Positionnés en arc, les candidats de l’islam politique se présentent sous diverses facettes, de cheikh Abdelfettah Mourou, le grand notable bourgeois d’Ennahdha poussé par certains non sans calculs, à Seif Eddine Makhlouf, l’avocat des salafistes, mais aussi Hamadi Jebali, en antisystème nahdhaoui, et les sous-marins non déclarés. Hachemi Hamdi compte capter des voix islamistes. Kais Saied en est assuré. Son électorat est quasiment bloqué : des jeunes, instruits (bac+), identitaires et anticorruption.
Chamboule-tout
Ce qui change avec l’incarcération de Nabil Karoui, c’est la focalisation du clivage pour ou contre Karoui ? La question est forcée autour d’une confrontation entre un pack «corruption, corrompus, malversation» et un autre, «anticorruption, anti-malversation». A ce grand choix, s’ajoute une question sous-jacente telle que s’emploient à véhiculer ses partisans: «Peut-on laisser des corrompus tout acheter, tout utiliser, pour flouer les électeurs et usurper le pouvoir ? Quelles concessions démocratiques seraient à consentir pour leur barrer la voie de la magistrature suprême ? Chahed, s’exposant frontalement en première ligne, met tout son poids. Parmi les bénéfices de ce statut, la relégation au second plan, sinon le gommage, de son bilan de 3 ans à la Kasbah. Reste à savoir si cette confrontation féroce est capable de se convertir en suffrages additionnels significatifs. Mais les dés sont jetés.
Les deals
La démocratie ne nourrissant pas son homme toute seule, il va falloir chercher à renflouer les caisses vides de l’Etat. Déjà boucler l’exercice 2019 sera une gageure. Démarrer à sec, le 1er janvier, avec à la tête de l’Etat un aventurier antisystème —ce qui n’est pas exclu pour le moment—, c’est la porte ouverte au chaos. La faillite de l’Etat sera celle de ses fournisseurs, de ses salariés, celle des ménages qui verront fondre leur épargne et s’évaporer leurs sources de revenu.

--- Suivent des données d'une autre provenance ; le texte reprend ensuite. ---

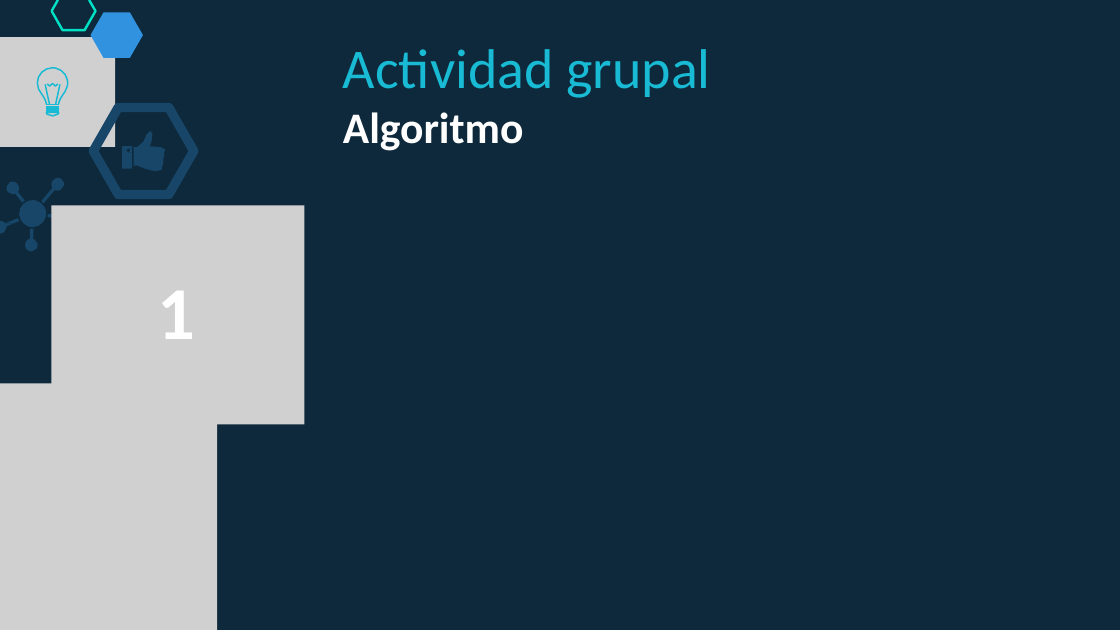
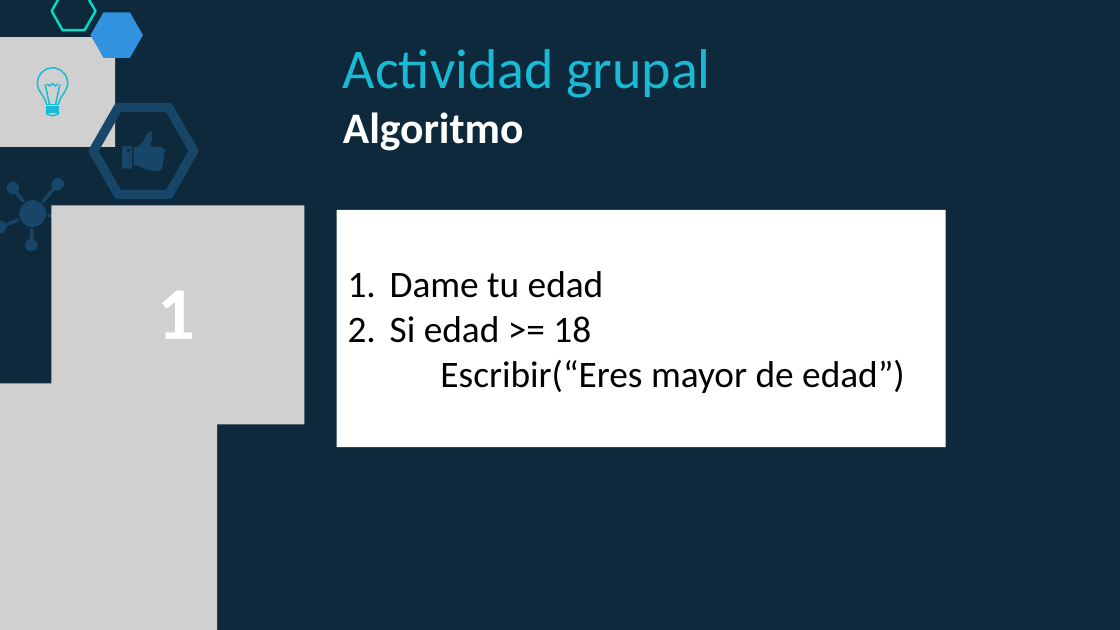
Before and after one commit to lizetheP/PensamientoC, a slide deck: slide 9 of calendario/documentos/4_Condicionales.pptx. Drawn at 1120x630 pixels with LibreOffice and Linux fonts; fonts in the diff are those of the drawing; grey boxes stand for pictures. Boxes give left, top, right and bottom in pixels: in the first picture for what was removed or moved away, otherwise in the second. Text is boxed around its words. In the diff, an @@ line names an element or a change of style, - is before the commit and + after.

```diff
--- a/calendario/documentos/4_Condicionales.pptx
+++ b/calendario/documentos/4_Condicionales.pptx
@@ rectangle added at box(336, 209, 945, 447), fill #FFFFFF, 24 pt, text #000000 @@
+1. Dame tu edad
+2. Si edad >= 18
+Escribir(“Eres mayor de edad”)
```
Also in this commit, not shown: 5 other slides changed, 8 slides removed, 10 other files.
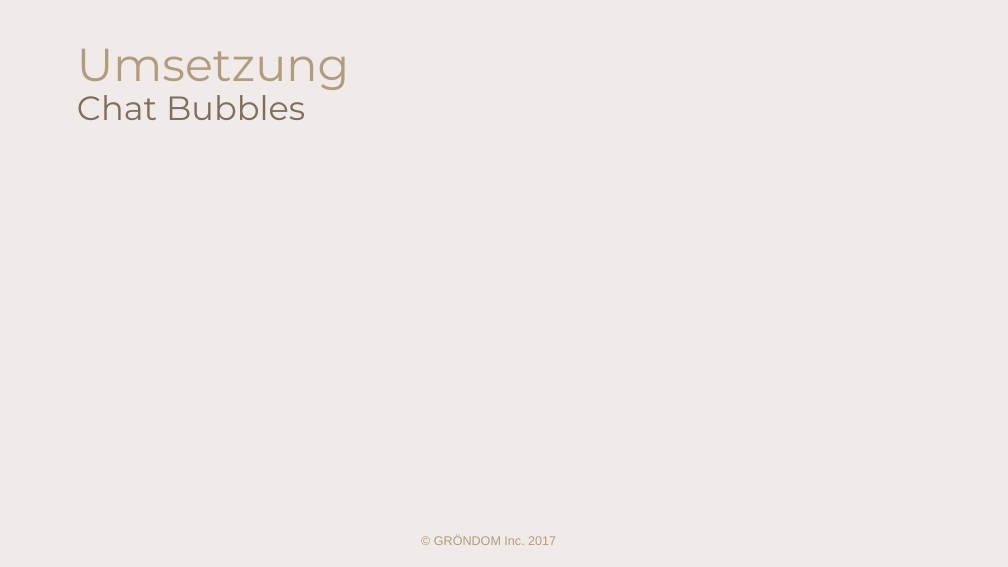
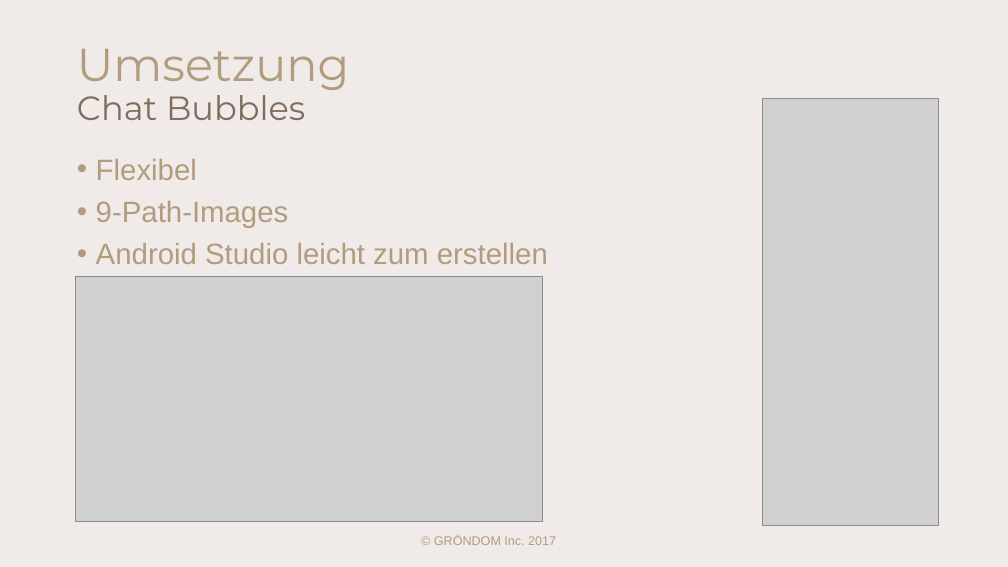
Before and after one commit to GAEBE2/GR-NDOM, a slide deck: slide 13 of documentation/specifications/GRÖNDOM_Präsentation.pptx. Drawn at 1008x567 pixels with LibreOffice and Linux fonts; fonts in the diff are those of the drawing; grey boxes stand for pictures. Boxes give left, top, right and bottom in pixels: in the first picture for what was removed or moved away, otherwise in the second. Text is boxed around its words. In the diff, an @@ line names an element or a change of style, - is before the commit and + after.

Commit message:
powerpoint update

```diff
--- a/documentation/specifications/GRÖNDOM_Präsentation.pptx
+++ b/documentation/specifications/GRÖNDOM_Präsentation.pptx
@@ picture added at <box>762,98,938,526</box> @@
@@ text added at <box>96,159,548,264</box>, 28 pt, text #B19C7D @@
+• Flexibel
+• 9-Path-Images
+• Android Studio leicht zum erstellen
@@ picture added at <box>76,277,542,522</box> @@
```
Also in this commit, not shown: 3 other slides changed, 1 slide removed, 3 other files.

Alors où trouver de l’argent ? Avec tant d’incertitudes sur le pouvoir futur et ses alliances, plus encore dans un voisinage en ébullition, l’absence de toute garantie quant à une bonne utilisation des crédits, et le peu de détermination quant à des réformes douloureuses, quel est le bailleur de fonds qui se hasarderait à prêter encore plus ? Sur quelle base et avec quels engagements ?
La nécessité d’un nouveau deal économique et financier avec les puissances occidentales et les institutions financières multilatérales, régionales et internationales, et autres bailleurs de fonds (FMI, Banque mondiale, BEI, BERD, BAD, AFD…) s’impose en priorité absolue et immédiate. Les candidats les plus tangents et leurs alliés avec qui ils gouverneront ensemble se doivent de définir la plateforme suffisamment solide et persuasive à proposer aux partenaires de la Tunisie.
Le discours à peaufiner
La tâche n’est pas facile et guère gagnée d’avance. Seules une sincérité réelle et une détermination irréductible, accompagnant un plan d’urgence structuré et effectif, plaideront la cause de la Tunisie. Les termes du deal gagneraient à s’exprimer clairement autour d’un discours porteur : oui, vous nous avez donné beaucoup d’argent. Il sera désormais dépensé utilement.
Nous allons dépenser moins, et nettement mieux en investissant, non dans les frais de fonctionnement, mais dans la restructuration d’avenir. La distribution des investissements publics ira prioritairement vers l’avenir, sur la base de stratégies et de politiques publiques à concevoir.
La fiscalité, l’imposition des ménages et des TPE / PME particulièrement, la redistribution sociale, et le désenclavement régional, le rééquilibrage des déficits seront au cœur de la nouvelle stratégie.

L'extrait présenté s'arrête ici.